Domestic accountability is driven in large part by domestic politics, but the actions of donors and other “external” actors – in relation to aid and non-aid matters – do contribute to shaping domestic accountability and governance in developing countries. Donors, working in partnership with developing countries, have a responsibility to act, at home and abroad, in ways that strengthen, rather than undermine, domestic accountability.
The Governance Network (GOVNET) of the OECD’s Development Assistance Committee (DAC) is embarking on a two-year programme of work on aid and domestic accountability. The aim of the proposed programme of work is to support improvements in domestic accountability that enhance governance, lead to faster progress on poverty reduction, and make aid more effective. This aim is one that can be supported by all governments that are committed to sustainable poverty reduction and to countries having ownership – democratic ownership – of their own development agendas. The proposed work-stream will achieve this by generating a better understanding and evidence base about the realities of governance and domestic accountability in order to inform the policy and practice of donors and other relevant stakeholders.
The GOVNET work-stream on aid and domestic accountability will make a strategic contribution to the activities of the Working Party on Aid Effectiveness and, ultimately, the fourth High Level Forum on Aid Effectiveness, to be held in 2011. The work-stream is also expected to play an integrative function, providing a common framework that will add value to the activities of a number of other GOVNET Task Teams and foster collaboration with other DAC networks such as those focused on gender equality, conflict and fragility, poverty reduction and evaluation.

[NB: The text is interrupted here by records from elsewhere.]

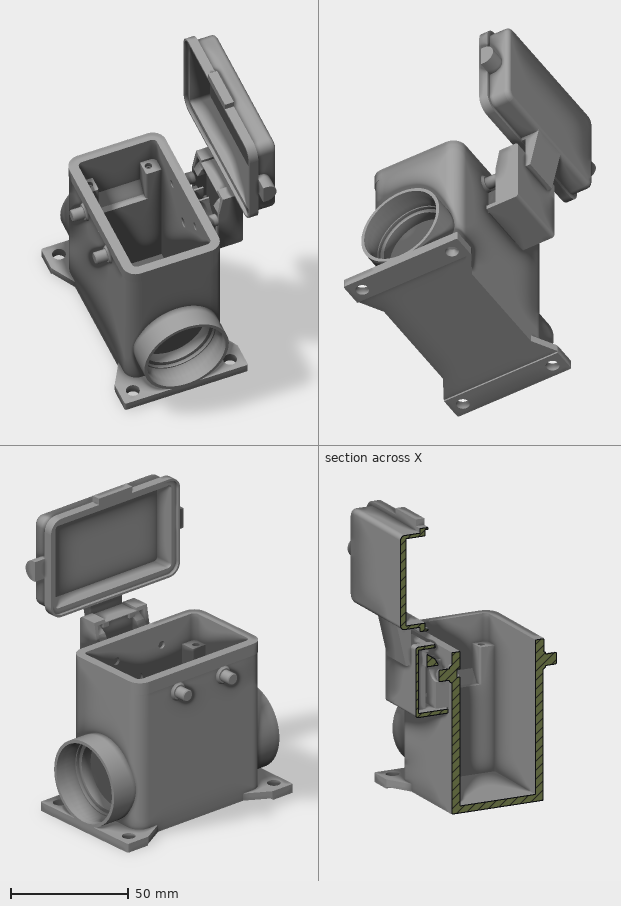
import cadquery as cq


body_half_x = 35.5
body_half_y = 22.1
body_bottom = 0.8
body_top = 73.2
body_corner = 6.0
rim_height = 5.5
rim_lip = 0.4
cavity_half_x = 31.4
cavity_half_y = 18.0
cavity_corner = 2.1
floor_thickness = 3.3

foot_half_x = 93.5 / 2
foot_half_y = 28.5
foot_thickness = 4.1
foot_taper_x = 35.2
foot_inner_x = 24.1
foot_corner = 0.8
foot_pad_x = 35.5
foot_hole_x = 41.0
foot_hole_y = 22.5
foot_hole_diameter = 5.9

port_z = 22.6
port_radius = 19.5
port_mouth_radius = 18.0
port_seat_radius = 17.5
port_bore_radius = 15.8
port_mouth_depth = 10.7
port_seat_depth = 12.3
port_bore_depth = 17.4
port_inner_x = 30.8

post_size = 7.1
post_top = 60.5
post_corner = 0.8
post_hole_x = 28.4
post_hole_y = 13.6
post_hole_diameter = 3.2
post_hole_depth = 2.0
post_pilot_diameter = 1.9
post_pilot_depth = 10.7
pad_top = 49.4
pad_ledge = 43.9
pad_slope_width = 4.0

pin_x = 25.5 / 2
pin_z = 63.5
pin_radius = 2.7
pin_front_tip = 28.5
pin_chamfer = 0.4
collar_radius = 4.1
collar_end_radius = 3.3
collar_length = 1.1
pin_recess_radius = 1.7
screw_recess_radius = 2.3
screw_recess_z = 51.9
recess_depth = 1.3

bracket_half_x = 14.8
bracket_back = 39.5
bracket_front = 28.2
bracket_bottom = 46.3
bracket_top = 78.0
bracket_top_front = 30.1
bracket_slope_z = 68.3
bracket_wall = 1.6
bracket_corner = 1.5
shelf_thickness = 2.0
shelf_front = 23.7
knuckle_half_x = 8.8
knuckle_front = 31.0
knuckle_top = 76.6
knuckle_edge = 0.7
knuckle_recess_half_x = 11.6 / 2
knuckle_recess_depth = 1.3
knuckle_lip = 0.8
knuckle_lobe_bottom = 73.5
wedge_top = 74.2
wedge_front_z = 71.5
wedge_back = 34.1
lug_inner_x = 2.7
lug_outer_x = 10.7
lug_end = 28.5
lug_top = 67.4
lug_peak_width = 0.8
lug_bridge_top = 51.2

lid_front = 33.3
lid_back = 46.8
lid_z = 107.7
flange_thickness = 4.1
flange_half_x = 36.5
flange_half_z = 23.1
flange_corner = 6.0
dome_inset = 2.0
dome_edge = 2.1
seat_inset = 1.0
seat_depth = 1.5
lid_cavity_inset = 3.7
lid_cavity_corner = 1.6
lid_cavity_depth = 10.7
tab_half_x = 9.4
tab_top = 133.8
trunnion_half_x = 42.0
trunnion_radius = 9.2 / 2
trunnion_length = 6.2
arm_bottom = 68.7
arm_bottom_back = 41.9
arm_step_z = 84.9
arm_top = 87.6
arm_top_back = 46.3


def block(x0, x1, y0, y1, z0, z1):
    return cq.Workplane("XY").box(x1 - x0, y1 - y0, z1 - z0, centered=False).translate((x0, y0, z0))


def rounded_block(half_x, y0, y1, z0, z1, corner):
    return block(-half_x, half_x, y0, y1, z0, z1).edges("|Z").fillet(corner)


def profile_x(points, x0, x1):
    """Extrude a (y, z) outline from x0 to x1."""
    return cq.Workplane("YZ", origin=(x0, 0, 0)).polyline(points).close().extrude(x1 - x0)


def rod_x(radius, x0, x1, y, z):
    return cq.Workplane("YZ", origin=(x0, y, z)).circle(radius).extrude(x1 - x0)


def both_sides(shape):
    """Join a shape to its mirror image across the YZ plane."""
    return shape.union(shape.mirror("YZ"))


def four_corners(shape):
    half = both_sides(shape)
    return half.union(half.mirror("XZ"))


def make_body():
    shell = rounded_block(body_half_x, -body_half_y, body_half_y, body_bottom, body_top, body_corner)
    rim = rounded_block(
        body_half_x, -body_half_y - rim_lip, body_half_y, body_top - rim_height, body_top, body_corner
    )
    return shell.union(rim)


def make_cavity():
    return rounded_block(
        cavity_half_x, -cavity_half_y, cavity_half_y, body_bottom + floor_thickness, body_top, cavity_corner
    )


def make_foot():
    """Mounting foot on the +X side with two tapered ears."""
    outline = [
        (foot_inner_x, -body_half_y),
        (foot_taper_x, -foot_half_y),
        (foot_half_x, -foot_half_y),
        (foot_half_x, foot_half_y),
        (foot_taper_x, foot_half_y),
        (foot_inner_x, body_half_y),
    ]
    foot = cq.Workplane("XY").polyline(outline).close().extrude(foot_thickness)
    foot = foot.edges("|Z and >X").fillet(foot_corner)
    sole_relief = block(foot_inner_x, foot_pad_x, -foot_half_y, foot_half_y, 0, body_bottom)
    holes = (
        cq.Workplane("XY")
        .pushPoints([(foot_hole_x, -foot_hole_y), (foot_hole_x, foot_hole_y)])
        .circle(foot_hole_diameter / 2)
        .extrude(foot_thickness)
    )
    return foot.cut(sole_relief).cut(holes)


def make_port_bore():
    """Blind stepped bore of the +X port."""
    steps = [
        (port_mouth_radius, port_mouth_depth),
        (port_seat_radius, port_seat_depth),
        (port_bore_radius, port_bore_depth),
    ]
    bore = cq.Workplane("YZ")
    for radius, depth in steps:
        bore = bore.union(rod_x(radius, foot_half_x - depth, foot_half_x, 0, port_z))
    return bore


def make_port_pad():
    """Thickened wall between the two +X posts, sloping down from the cavity wall."""
    floor_z = body_bottom
    inner_x = cavity_half_x - post_size
    outline = [
        (cavity_half_x, floor_z),
        (cavity_half_x, pad_top),
        (cavity_half_x - pad_slope_width, pad_ledge),
        (inner_x, pad_ledge),
        (inner_x, floor_z),
    ]
    return (
        cq.Workplane("XZ", origin=(0, cavity_half_y, 0))
        .polyline(outline)
        .close()
        .extrude(2 * cavity_half_y)
    )


def make_post():
    """Corner post for a fixing screw, rooted in the +X +Y corner walls."""
    post = block(
        cavity_half_x - post_size, body_half_x - body_corner / 2,
        cavity_half_y - post_size, body_half_y - body_corner / 2,
        body_bottom, post_top,
    )
    return post.edges("|Z and <X and <Y").fillet(post_corner)


def make_post_hole():
    """Screw hole down the post, wider at its mouth."""
    mouth = cq.Workplane("XY", origin=(post_hole_x, post_hole_y, post_top))
    pilot = mouth.circle(post_pilot_diameter / 2).extrude(-post_pilot_depth)
    return pilot.union(mouth.circle(post_hole_diameter / 2).extrude(-post_hole_depth))


def make_pin(tip_y):
    """Front or rear locking pin on the +X side, with its conical collar at the wall."""
    length = abs(tip_y) - body_half_y
    base = cq.Workplane("XZ", origin=(pin_x, -body_half_y, pin_z))
    pin = base.circle(pin_radius).extrude(length).faces("<Y").chamfer(pin_chamfer)
    collar = base.circle(collar_radius).workplane(offset=collar_length).circle(collar_end_radius).loft()
    pin = pin.union(collar)
    return pin if tip_y < 0 else pin.mirror("XZ")


def make_wall_recess(radius, x, z):
    """Shallow round recess in the inner face of the rear wall."""
    return (
        cq.Workplane("XZ", origin=(x, cavity_half_y + recess_depth, z))
        .circle(radius)
        .extrude(recess_depth)
    )


def make_bracket():
    outline = [
        (bracket_back, bracket_bottom),
        (bracket_back, bracket_top),
        (bracket_top_front, bracket_top),
        (bracket_front, bracket_slope_z),
        (bracket_front, bracket_bottom),
    ]
    shelf_top = bracket_bottom + shelf_thickness
    cover = profile_x(outline, -bracket_half_x, bracket_half_x)
    cover = cover.edges("|X and >Y").fillet(bracket_corner)
    inner_half_x = bracket_half_x - bracket_wall
    hollow = block(
        -inner_half_x, inner_half_x, bracket_front, bracket_back - bracket_wall,
        shelf_top, bracket_top - bracket_wall,
    )
    top_gap = block(
        -knuckle_half_x, knuckle_half_x, bracket_front, bracket_back,
        knuckle_top, bracket_top,
    )
    shelf = block(
        -bracket_half_x, bracket_half_x, shelf_front, bracket_front, bracket_bottom, shelf_top
    )
    return cover.cut(hollow).cut(top_gap).union(shelf)


def make_knuckle():
    """Central hinge block with a recessed front, and a sloping wedge on each side of it."""
    shelf_top = bracket_bottom + shelf_thickness
    knuckle = block(
        -knuckle_half_x, knuckle_half_x, knuckle_front, bracket_back, shelf_top, knuckle_top
    )
    knuckle = knuckle.edges("|X and <Y and >Z").chamfer(knuckle_edge)
    recess = block(
        -knuckle_recess_half_x, knuckle_recess_half_x,
        knuckle_front, knuckle_front + knuckle_recess_depth,
        shelf_top, knuckle_top - knuckle_lip,
    )
    lower_recess = block(
        -knuckle_half_x, knuckle_half_x, knuckle_front, knuckle_front + knuckle_recess_depth,
        shelf_top, knuckle_lobe_bottom,
    )
    wedge_outline = [
        (wedge_back, bracket_slope_z),
        (wedge_back, wedge_top),
        (bracket_top_front, wedge_front_z),
        (bracket_front, bracket_slope_z),
    ]
    wedge = profile_x(wedge_outline, knuckle_half_x, bracket_half_x - bracket_wall)
    return knuckle.cut(recess).cut(lower_recess).union(both_sides(wedge))


def make_lugs():
    """Two spacers between the rear wall and the bracket, each with a concave outer flank."""
    base_z = bracket_bottom + shelf_thickness
    peak_x = lug_inner_x + lug_peak_width
    flank_radius = lug_outer_x - peak_x
    lug = (
        cq.Workplane("XZ", origin=(0, lug_end, 0))
        .moveTo(lug_inner_x, base_z)
        .lineTo(lug_inner_x, lug_top)
        .lineTo(peak_x, lug_top)
        .radiusArc((lug_outer_x, lug_top - flank_radius), -flank_radius)
        .lineTo(lug_outer_x, base_z)
        .close()
        .extrude(lug_end - body_half_y)
    )
    bridge = block(-lug_inner_x, lug_inner_x, body_half_y, lug_end, base_z, lug_bridge_top)
    return both_sides(lug).union(bridge)


def lid_layer(inset, y0, y1, corner):
    """Rounded rectangle in the lid plane, inset from the flange outline."""
    half_x = flange_half_x - inset
    half_z = flange_half_z - inset
    layer = block(-half_x, half_x, y0, y1, lid_z - half_z, lid_z + half_z)
    return layer.edges("|Y").fillet(corner)


def make_trunnions():
    """D-shaped pegs on both ends of the lid, flat towards the flange."""
    flange_back = lid_front + flange_thickness
    axis_y = flange_back + trunnion_length - trunnion_radius
    pegs = rod_x(trunnion_radius, -trunnion_half_x, trunnion_half_x, axis_y, lid_z)
    pegs = pegs.union(block(
        -trunnion_half_x, trunnion_half_x, flange_back, axis_y,
        lid_z - trunnion_radius, lid_z + trunnion_radius,
    ))
    return pegs.cut(block(
        -trunnion_half_x, trunnion_half_x, lid_front, flange_back,
        lid_z - trunnion_radius, lid_z + trunnion_radius,
    ))


def make_lid():
    flange_back = lid_front + flange_thickness
    flange = lid_layer(0, lid_front, flange_back, flange_corner)
    dome = lid_layer(dome_inset, lid_front, lid_back, flange_corner - dome_inset)
    dome = dome.faces(">Y").edges().fillet(dome_edge)
    tab = block(-tab_half_x, tab_half_x, lid_front, flange_back, lid_z, tab_top)
    arm = profile_x(
        [
            (bracket_back, arm_bottom),
            (arm_bottom_back, arm_bottom),
            (arm_top_back, arm_top),
            (arm_top_back - dome_edge, arm_top + dome_edge),
            (flange_back, arm_top + dome_edge),
            (flange_back, arm_step_z),
            (bracket_back, arm_step_z),
        ],
        -knuckle_half_x, knuckle_half_x,
    )
    seat = lid_layer(seat_inset, lid_front, lid_front + seat_depth, flange_corner - seat_inset)
    cavity = lid_layer(lid_cavity_inset, lid_front, lid_front + lid_cavity_depth, lid_cavity_corner)
    lid = flange.union(dome).union(tab).union(make_trunnions()).union(arm)
    return lid.cut(seat).cut(cavity)


housing = make_body().cut(make_cavity())
housing = housing.union(both_sides(make_port_pad())).union(four_corners(make_post()))
housing = housing.union(both_sides(make_foot()))
housing = housing.union(both_sides(rod_x(port_radius, port_inner_x, foot_half_x, 0, port_z)))
housing = housing.cut(both_sides(make_port_bore())).cut(four_corners(make_post_hole()))
for recess_x in (-pin_x, pin_x):
    housing = housing.cut(make_wall_recess(pin_recess_radius, recess_x, pin_z))
housing = housing.cut(make_wall_recess(screw_recess_radius, 0, screw_recess_z))
housing = housing.union(both_sides(make_pin(-pin_front_tip)))
housing = housing.union(both_sides(make_pin(bracket_front)))

hinge = make_bracket().union(make_knuckle()).union(make_lugs())
result = housing.union(hinge).union(make_lid())

GOVNET is committed to ensuring the full and active participation of stakeholders from partner countries throughout the course of the work-stream. Their ownership is crucial. Involving organisations based in developing countries, with first-hand expertise and experience of the realities of governance and domestic accountability in those countries, will help to ensure that GOVNET’s work is realistic and useful and builds on existing initiatives to strengthen domestic accountability. This approach will also help to strengthen capacity in partner countries and is in line with commitments made by donors and partner countries to build a global partnership for development with democratic country ownership at its core.
Section one of the paper provides an introduction to the planned work-stream and the paper itself.

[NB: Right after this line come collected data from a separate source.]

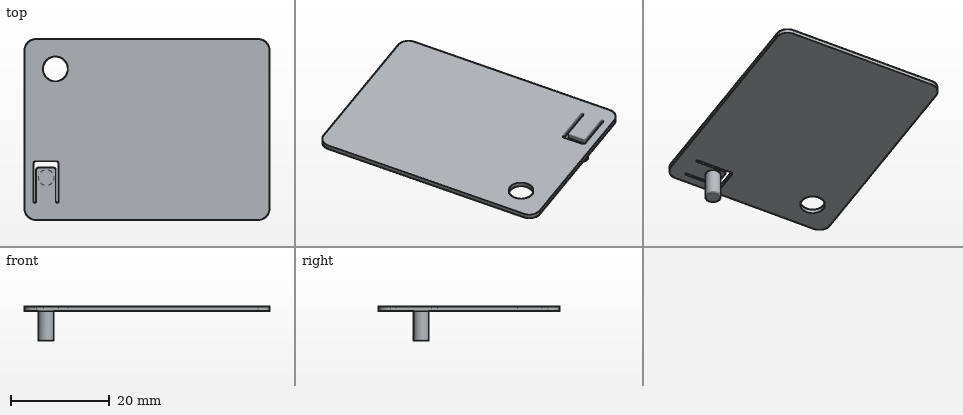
import cadquery as cq

plate_length = 49.8
plate_width = 36.8
plate_thickness = 1.0
corner_radius = 2.4
left = -plate_length / 2
front = -plate_width / 2
back = plate_width / 2

hole_diameter = 5.0
hole_x = left + 6.3
hole_y = back - 6.1

pin_diameter = 3.18
pin_length = 6.0
pin_tip_fillet = 0.2
pin_x = left + 4.39
pin_y = front + 8.69

tongue_width = 4.05
tongue_tip_y = pin_y + 2.0
tongue_root_y = front + 3.57
side_gap = 0.5
tip_gap = 1.25
slot_corner_radius = 0.5
tongue_corner_radius = 0.5
slot_end_radius = 0.24
slot_edge_fillet = 0.1


def make_plate():
    plate = cq.Workplane("XY").box(
        plate_length, plate_width, plate_thickness, centered=(True, True, False)
    )
    return plate.edges("|Z").fillet(corner_radius)


def make_hole():
    return cq.Workplane("XY").center(hole_x, hole_y).circle(hole_diameter / 2).extrude(plate_thickness)


def upright_block(width, y_start, y_end):
    """Block through the plate thickness, centred on the pin in X."""
    return (
        cq.Workplane("XY")
        .center(pin_x, (y_start + y_end) / 2)
        .rect(width, y_end - y_start)
        .extrude(plate_thickness)
    )


def make_slot():
    opening = upright_block(tongue_width + 2 * side_gap, tongue_root_y, tongue_tip_y + tip_gap)
    opening = opening.edges("|Z and >Y").fillet(slot_corner_radius)
    tongue = upright_block(tongue_width, tongue_root_y, tongue_tip_y)
    tongue = tongue.edges("|Z and >Y").fillet(tongue_corner_radius)
    return opening.cut(tongue).edges("|Z and <Y").fillet(slot_end_radius)


def make_pin():
    pin = cq.Workplane("XY").center(pin_x, pin_y).circle(pin_diameter / 2).extrude(-pin_length)
    return pin.faces("<Z").edges().fillet(pin_tip_fillet)


def round_slot_rim(body):
    """Round the top edges of the slot, on both the opening and the tongue."""
    half_width = tongue_width / 2 + 2 * side_gap
    rim = cq.selectors.BoxSelector(
        (pin_x - half_width, tongue_root_y - side_gap, plate_thickness - slot_edge_fillet),
        (pin_x + half_width, tongue_tip_y + 2 * tip_gap, plate_thickness + slot_edge_fillet),
    )
    return body.edges(rim).fillet(slot_edge_fillet)


slotted_plate = round_slot_rim(make_plate().cut(make_hole()).cut(make_slot()))
result = slotted_plate.union(make_pin())

Section two outlines what domestic accountability is and sets out the ways in which aid can impact on it, through shaping the scope for domestic accountability and by helping to build the capacity of key accountability institutions such as parliaments and civil society organisations. If aid is to contribute to improvements in domestic accountability, donors need to ensure that their support to capacity development is effective and that the ways in which they deliver aid do not limit the scope for domestic accountability.

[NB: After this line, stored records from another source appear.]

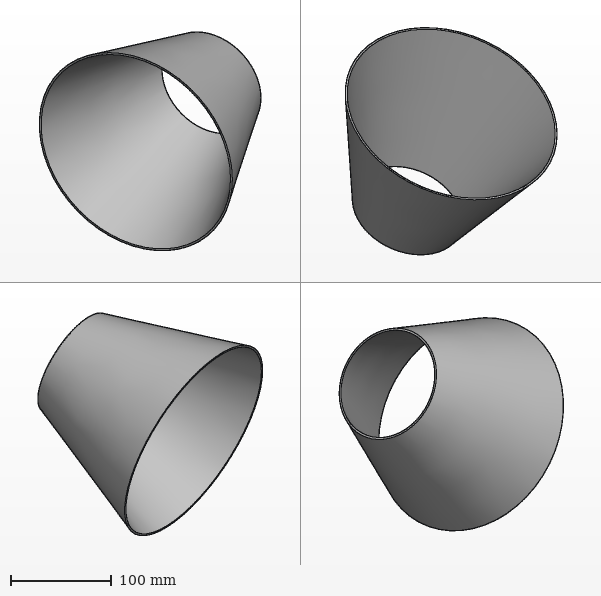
import cadquery as cq
import math

large_diameter = 219.0
small_diameter = 114.4
length = 152.0
wall = 2.0

large_radius = large_diameter / 2
small_radius = small_diameter / 2

cone_half_angle = math.atan((large_radius - small_radius) / length)
radial_wall = wall / math.cos(cone_half_angle)

wall_section = (
    cq.Workplane("XY")
    .moveTo(large_radius - radial_wall, 0)
    .lineTo(large_radius, 0)
    .lineTo(small_radius, length)
    .lineTo(small_radius - radial_wall, length)
    .close()
)

result = wall_section.revolve(360, (0, 0, 0), (0, 1, 0))

Section three provides a brief discussion of the impact of aid – and different aid modalities – on the scope for domestic accountability, noting that aid can sometimes limit the scope for domestic accountability, but also that the impact of aid on the scope for domestic accountability, and the suitability of different modalities, depends in part on existing patterns of accountability.
Section four outlines and assesses donors’ efforts to contribute to building the capacity for accountability in developing countries through the provision of support to institutions including civil society organisations, parliaments, political parties and the media. It notes that while there have certainly been some successes, donors have tended to adopt “blueprint” approaches that take insufficient account of context, with support often provided in a manner that focuses on building the capacity of individual institutions rather than systems of accountability.
Building on the analysis of aid and its impacts on the scope and capacity for domestic accountability, section five does two things. It makes the argument that donor policy and practice would benefit from greater engagement with the complexities of real-world governance and the politics and incentives that shape the emergence and effectiveness of domestic accountability. It then sets out a conceptual framework and approach that will enable donors and other stakeholders to explore the complexities of governance in particular countries, to consider the impact of aid both in terms of shaping the scope and contributing to strengthening the capacity for domestic accountability, and to analyse the role that politics and incentives play in shaping domestic accountability.
The conceptual framework draws attention to a number of points that must be considered if one is to understand the relationship between aid and domestic accountability. First, domestic accountability is about the relationship between citizens and the state and the extent to which the state is answerable for its actions and inactions. Second, domestic accountability emerges (or doesn’t) through the operation of accountability systems that bring together a variety of institutions, putting into practice and drawing on a number of principles – including human rights principles and agreements – through their engagement with particular issues. Third, citizen-state relations are embedded in specific country contexts, with their own political realities, structures of incentives and configurations of formal and informal power. Fourth, the scope and capacity for domestic accountability can be shaped by aid, with aid that is delivered on the basis of a sound understanding of the prevailing governance context more likely to have a positive impact. And fifth, for a number of issues there will be additional “global drivers”; non-aid drivers of accountability and governance, the dynamics of which are generated, to varying degrees, beyond the borders of the country concerned.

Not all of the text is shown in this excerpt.